*WHAT TO DO*
Return the listing below exactly as it stands. Pictures stay out.

★ ★ ★ ★ ★ ★ ★

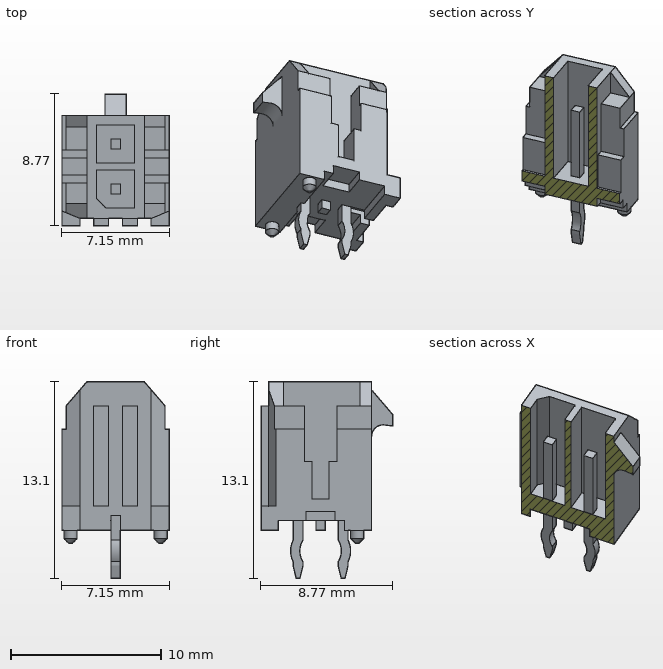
import cadquery as cq
import math


body_width = 7.15
body_depth = 6.86
total_height = 13.09
body_height = 9.9
core_half_width = 1.91
shoulder_half_width = 3.3
shoulder_base = 6.74
shoulder_top = 8.29
gusset_back = 0.79
gusset_front = 0.98
front_flat_half_width = 2.35
corner_setback = 0.5

foot_height = 1.61
front_overhang = 0.5
rib_inner = 0.46
rib_outer = 1.47

row_center = 3.45
slot_width = 2.17
slot_floor = 4.6
slot_narrow_width = 1.15
slot_narrow_floor = 2.1
base_gap_height = 0.65
front_wall = 0.65
back_block = 1.8
side_notch_width = 1.91
side_notch_top = 1.27
standoff_size = 0.63

pitch = 3.0
cavity_size = 2.51
cavity_floor = slot_narrow_floor
key_chamfer = 0.62
pin_width = 0.63
pin_thickness = 0.67
pin_top = 7.2
pin_tip = body_height - total_height
pin_tip_thickness = 0.26
pin_taper_start = -2.35
bend_top = -0.64
bend_bottom = -2.08
bend_inner_bulge = 0.21
bend_outer_bulge = 0.17
pin_slot_height = 1.0

latch_width = 1.44
latch_reach = 1.41
latch_root = 9.35
latch_tip_top = 7.7
latch_tip_bottom = 6.94
latch_fillet = 0.76
latch_fillet_end = 6.26

peg_radius = 0.45
peg_tip_radius = 0.12
peg_length = 0.86
peg_cone = 0.33
peg_x = 3.0
peg_from_back = 0.97

half_width = body_width / 2
front_contact = row_center - pitch / 2
back_contact = row_center + pitch / 2


def block(x0, x1, y0, y1, z0, z1):
    """Axis-aligned box between two opposite corners."""
    return cq.Workplane("XY").box(x1 - x0, y1 - y0, z1 - z0, centered=False).translate((x0, y0, z0))


def centered_block(width, depth, y, z0, z1):
    """Box centred on X = 0 and on the given Y."""
    return block(-width / 2, width / 2, y - depth / 2, y + depth / 2, z0, z1)


def side_profile():
    """Stepped front outline, extruded over the depth of the housing."""
    right = [
        (half_width, 0),
        (half_width, shoulder_base),
        (shoulder_half_width, shoulder_base),
        (shoulder_half_width, shoulder_top),
        (core_half_width, body_height),
    ]
    left = [(-x, z) for x, z in reversed(right)]
    return cq.Workplane("XZ").polyline(right + left).close().extrude(-body_depth)


def side_cuts(side):
    """Material removed from one side (side = 1 or -1): corner, shoulder recess, slot and notch."""
    corner = (
        cq.Workplane("XY")
        .polyline([(front_flat_half_width, 0), (half_width, 0), (half_width, corner_setback)])
        .close()
        .extrude(body_height)
    )
    recess = block(core_half_width, half_width, gusset_front, body_depth - gusset_back,
                   shoulder_top, body_height)
    wide = block(core_half_width, half_width, row_center - slot_width / 2, row_center + slot_width / 2,
                 slot_floor, body_height)
    narrow = block(core_half_width, half_width,
                   row_center - slot_narrow_width / 2, row_center + slot_narrow_width / 2,
                   slot_narrow_floor, body_height)
    notch = block(core_half_width, half_width,
                  row_center - side_notch_width / 2, row_center + side_notch_width / 2,
                  0, side_notch_top)
    cuts = corner.union(recess).union(wide).union(narrow).union(notch)
    return cuts if side > 0 else cuts.mirror("YZ")


def cavities():
    """Two square contact cavities; the front one has a keyed corner."""
    back = centered_block(cavity_size, cavity_size, back_contact, cavity_floor, body_height)
    front = centered_block(cavity_size, cavity_size, front_contact, cavity_floor, body_height)
    front = front.edges("|Z and <X and <Y").chamfer(key_chamfer)
    return front.union(back)


def front_details(side):
    """Foot and rib standing out from the front wall on one side."""
    foot = block(front_flat_half_width, half_width, -front_overhang, corner_setback, 0, foot_height)
    rib = block(rib_inner, rib_outer, -front_overhang, 0, foot_height, shoulder_top)
    details = foot.union(rib)
    return details if side > 0 else details.mirror("YZ")


def contact(y, outward):
    """Contact with a bowed solder tail; outward (1 or -1) is the Y direction of the bow."""
    half = pin_thickness / 2
    bend_middle = (bend_top + bend_bottom) / 2
    inner = y - outward * half
    outer = y + outward * half
    tip = outward * pin_tip_thickness / 2
    return (
        cq.Workplane("YZ")
        .moveTo(inner, pin_top)
        .lineTo(inner, bend_top)
        .threePointArc((inner + outward * bend_inner_bulge, bend_middle), (inner, bend_bottom))
        .lineTo(inner, pin_taper_start)
        .lineTo(y - tip, pin_tip)
        .lineTo(y + tip, pin_tip)
        .lineTo(outer, pin_taper_start)
        .lineTo(outer, bend_bottom)
        .threePointArc((outer + outward * bend_outer_bulge, bend_middle), (outer, bend_top))
        .lineTo(outer, pin_top)
        .close()
        .extrude(pin_width / 2, both=True)
    )


def latch():
    """Ramp hook on the back wall; its underside runs tangent into a round."""
    center_y = body_depth + latch_fillet
    tip_y = body_depth + latch_reach
    dy = tip_y - center_y
    dz = latch_tip_bottom - latch_fillet_end
    tangent = math.atan2(dz, dy) + math.acos(latch_fillet / math.hypot(dy, dz))
    middle = (tangent + math.pi) / 2

    def on_round(angle):
        return (center_y + latch_fillet * math.cos(angle), latch_fillet_end + latch_fillet * math.sin(angle))

    return (
        cq.Workplane("YZ")
        .moveTo(body_depth, latch_root)
        .lineTo(tip_y, latch_tip_top)
        .lineTo(tip_y, latch_tip_bottom)
        .lineTo(*on_round(tangent))
        .threePointArc(on_round(middle), (body_depth, latch_fillet_end))
        .close()
        .extrude(latch_width / 2, both=True)
    )


def peg(x):
    """Round locating peg with a conical end."""
    return (
        cq.Workplane("XY")
        .center(x, body_depth - peg_from_back)
        .circle(peg_radius)
        .extrude(-peg_length)
        .faces("<Z")
        .chamfer(peg_cone, peg_radius - peg_tip_radius)
    )


result = side_profile()
result = result.cut(block(-half_width, half_width, front_wall, body_depth - back_block, 0, base_gap_height))
for side in (1, -1):
    result = result.cut(side_cuts(side))
result = result.cut(cavities())

result = result.cut(block(-pin_width / 2, pin_width / 2, 0, front_contact, 0, pin_slot_height))

for side in (1, -1):
    result = result.union(front_details(side))
    result = result.union(peg(side * peg_x))
result = result.union(centered_block(standoff_size, standoff_size, row_center, 0, base_gap_height))
result = result.union(latch())
result = result.union(contact(front_contact, -1))
result = result.union(contact(back_contact, 1))

★ ★ ★ ★ ★ ★ ★

*WRITTEN SOLUTION*
import cadquery as cq
import math


body_width = 7.15
body_depth = 6.86
total_height = 13.09
body_height = 9.9
core_half_width = 1.91
shoulder_half_width = 3.3
shoulder_base = 6.74
shoulder_top = 8.29
gusset_back = 0.79
gusset_front = 0.98
front_flat_half_width = 2.35
corner_setback = 0.5

foot_height = 1.61
front_overhang = 0.5
rib_inner = 0.46
rib_outer = 1.47

row_center = 3.45
slot_width = 2.17
slot_floor = 4.6
slot_narrow_width = 1.15
slot_narrow_floor = 2.1
base_gap_height = 0.65
front_wall = 0.65
back_block = 1.8
side_notch_width = 1.91
side_notch_top = 1.27
standoff_size = 0.63

pitch = 3.0
cavity_size = 2.51
cavity_floor = slot_narrow_floor
key_chamfer = 0.62
pin_width = 0.63
pin_thickness = 0.67
pin_top = 7.2
pin_tip = body_height - total_height
pin_tip_thickness = 0.26
pin_taper_start = -2.35
bend_top = -0.64
bend_bottom = -2.08
bend_inner_bulge = 0.21
bend_outer_bulge = 0.17
pin_slot_height = 1.0

latch_width = 1.44
latch_reach = 1.41
latch_root = 9.35
latch_tip_top = 7.7
latch_tip_bottom = 6.94
latch_fillet = 0.76
latch_fillet_end = 6.26

peg_radius = 0.45
peg_tip_radius = 0.12
peg_length = 0.86
peg_cone = 0.33
peg_x = 3.0
peg_from_back = 0.97

half_width = body_width / 2
front_contact = row_center - pitch / 2
back_contact = row_center + pitch / 2


def block(x0, x1, y0, y1, z0, z1):
    """Axis-aligned box between two opposite corners."""
    return cq.Workplane("XY").box(x1 - x0, y1 - y0, z1 - z0, centered=False).translate((x0, y0, z0))


def centered_block(width, depth, y, z0, z1):
    """Box centred on X = 0 and on the given Y."""
    return block(-width / 2, width / 2, y - depth / 2, y + depth / 2, z0, z1)


def side_profile():
    """Stepped front outline, extruded over the depth of the housing."""
    right = [
        (half_width, 0),
        (half_width, shoulder_base),
        (shoulder_half_width, shoulder_base),
        (shoulder_half_width, shoulder_top),
        (core_half_width, body_height),
    ]
    left = [(-x, z) for x, z in reversed(right)]
    return cq.Workplane("XZ").polyline(right + left).close().extrude(-body_depth)


def side_cuts(side):
    """Material removed from one side (side = 1 or -1): corner, shoulder recess, slot and notch."""
    corner = (
        cq.Workplane("XY")
        .polyline([(front_flat_half_width, 0), (half_width, 0), (half_width, corner_setback)])
        .close()
        .extrude(body_height)
    )
    recess = block(core_half_width, half_width, gusset_front, body_depth - gusset_back,
                   shoulder_top, body_height)
    wide = block(core_half_width, half_width, row_center - slot_width / 2, row_center + slot_width / 2,
                 slot_floor, body_height)
    narrow = block(core_half_width, half_width,
                   row_center - slot_narrow_width / 2, row_center + slot_narrow_width / 2,
                   slot_narrow_floor, body_height)
    notch = block(core_half_width, half_width,
                  row_center - side_notch_width / 2, row_center + side_notch_width / 2,
                  0, side_notch_top)
    cuts = corner.union(recess).union(wide).union(narrow).union(notch)
    return cuts if side > 0 else cuts.mirror("YZ")


def cavities():
    """Two square contact cavities; the front one has a keyed corner."""
    back = centered_block(cavity_size, cavity_size, back_contact, cavity_floor, body_height)
    front = centered_block(cavity_size, cavity_size, front_contact, cavity_floor, body_height)
    front = front.edges("|Z and <X and <Y").chamfer(key_chamfer)
    return front.union(back)


def front_details(side):
    """Foot and rib standing out from the front wall on one side."""
    foot = block(front_flat_half_width, half_width, -front_overhang, corner_setback, 0, foot_height)
    rib = block(rib_inner, rib_outer, -front_overhang, 0, foot_height, shoulder_top)
    details = foot.union(rib)
    return details if side > 0 else details.mirror("YZ")


def contact(y, outward):
    """Contact with a bowed solder tail; outward (1 or -1) is the Y direction of the bow."""
    half = pin_thickness / 2
    bend_middle = (bend_top + bend_bottom) / 2
    inner = y - outward * half
    outer = y + outward * half
    tip = outward * pin_tip_thickness / 2
    return (
        cq.Workplane("YZ")
        .moveTo(inner, pin_top)
        .lineTo(inner, bend_top)
        .threePointArc((inner + outward * bend_inner_bulge, bend_middle), (inner, bend_bottom))
        .lineTo(inner, pin_taper_start)
        .lineTo(y - tip, pin_tip)
        .lineTo(y + tip, pin_tip)
        .lineTo(outer, pin_taper_start)
        .lineTo(outer, bend_bottom)
        .threePointArc((outer + outward * bend_outer_bulge, bend_middle), (outer, bend_top))
        .lineTo(outer, pin_top)
        .close()
        .extrude(pin_width / 2, both=True)
    )


def latch():
    """Ramp hook on the back wall; its underside runs tangent into a round."""
    center_y = body_depth + latch_fillet
    tip_y = body_depth + latch_reach
    dy = tip_y - center_y
    dz = latch_tip_bottom - latch_fillet_end
    tangent = math.atan2(dz, dy) + math.acos(latch_fillet / math.hypot(dy, dz))
    middle = (tangent + math.pi) / 2

    def on_round(angle):
        return (center_y + latch_fillet * math.cos(angle), latch_fillet_end + latch_fillet * math.sin(angle))

    return (
        cq.Workplane("YZ")
        .moveTo(body_depth, latch_root)
        .lineTo(tip_y, latch_tip_top)
        .lineTo(tip_y, latch_tip_bottom)
        .lineTo(*on_round(tangent))
        .threePointArc(on_round(middle), (body_depth, latch_fillet_end))
        .close()
        .extrude(latch_width / 2, both=True)
    )


def peg(x):
    """Round locating peg with a conical end."""
    return (
        cq.Workplane("XY")
        .center(x, body_depth - peg_from_back)
        .circle(peg_radius)
        .extrude(-peg_length)
        .faces("<Z")
        .chamfer(peg_cone, peg_radius - peg_tip_radius)
    )


result = side_profile()
result = result.cut(block(-half_width, half_width, front_wall, body_depth - back_block, 0, base_gap_height))
for side in (1, -1):
    result = result.cut(side_cuts(side))
result = result.cut(cavities())

result = result.cut(block(-pin_width / 2, pin_width / 2, 0, front_contact, 0, pin_slot_height))

for side in (1, -1):
    result = result.union(front_details(side))
    result = result.union(peg(side * peg_x))
result = result.union(centered_block(standoff_size, standoff_size, row_center, 0, base_gap_height))
result = result.union(latch())
result = result.union(contact(front_contact, -1))
result = result.union(contact(back_contact, 1))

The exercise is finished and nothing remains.